私はミスしたことなどなかったかのようにして

再び忙しさの中に戻っていた。

 

あれから、何度か喫茶店に足を運んでみたが、

彼女に会うことはなかった。 

 

金曜日の夜。

仕事が早く終わって帰ろうとすると

9つ上の先輩が飲みに誘って来た。

特に予定もなかったので

いっしょに近くの居酒屋に向かった。

 

ガヤガヤ騒がしい店内。

私は正直こういうところが苦手だ。

人間の醜い部分が凝縮されているようで

虚しい気持ちになる。

 

先輩はさっきから会社の愚痴ばかり言っている。

私はそれに合わせて会話を適当に盛り上げる。

 

ふと、喫茶店で出会った女性の話をしてみた。

先輩は

なにそれ、宗教かネットワークの勧誘じゃねえの?と

笑った。

そうですよね、怪しいですよねー。
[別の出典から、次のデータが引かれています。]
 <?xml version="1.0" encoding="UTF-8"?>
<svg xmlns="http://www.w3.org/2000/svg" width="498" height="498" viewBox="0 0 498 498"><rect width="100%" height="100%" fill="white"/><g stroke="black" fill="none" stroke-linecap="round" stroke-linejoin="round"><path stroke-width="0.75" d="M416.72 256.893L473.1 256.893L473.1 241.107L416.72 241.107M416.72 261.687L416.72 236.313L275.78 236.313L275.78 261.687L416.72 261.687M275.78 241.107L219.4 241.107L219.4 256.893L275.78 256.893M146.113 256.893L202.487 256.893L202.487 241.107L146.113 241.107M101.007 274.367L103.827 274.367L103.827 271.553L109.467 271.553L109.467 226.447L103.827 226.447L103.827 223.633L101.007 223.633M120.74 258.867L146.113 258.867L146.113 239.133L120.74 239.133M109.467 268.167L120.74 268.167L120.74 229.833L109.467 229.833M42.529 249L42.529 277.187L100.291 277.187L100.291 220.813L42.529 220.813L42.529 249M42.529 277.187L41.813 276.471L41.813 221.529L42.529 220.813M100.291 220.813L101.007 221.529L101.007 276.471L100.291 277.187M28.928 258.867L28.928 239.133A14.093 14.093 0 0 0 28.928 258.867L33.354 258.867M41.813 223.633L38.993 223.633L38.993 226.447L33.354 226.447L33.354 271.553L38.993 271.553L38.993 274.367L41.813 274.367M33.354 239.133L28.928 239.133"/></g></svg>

と私。

 

会話はまた先輩の会社の愚痴に戻されていく。

 

終電が近づいて来たので

店を出て、先輩と別れた。

 

辺りでは

終電を言い訳にそそくさと駅に向かう若い女性と

寂しさを紛らわせるように夜の街に消えていくおじさんたちと

日常を忘却するために騒ぐサラリーマンたちが

東京の夜の街の風景をつくりだしていた。

 

私も

この街の風景をつくる一員となるべく

駅の方へと歩いて向かった。

 

田舎から上京したてのころは戸惑っていたが

今はさほど気にしなくなったのは

東京という街に私も染まってしまったからなのだろうか。

 

終電の満員電車のドアが閉じる。

電車がゆっくり動き出す。

私はうまい具合に自分のスペースを確保して

周りとの距離感を整える。

 

ふと、ドアの外に目をやると

茶店の女性によく似た姿の女性がホームを歩いていくのが見えた。

 

えっ!

...気のせいか。

 

そんな偶然などあるはずがない。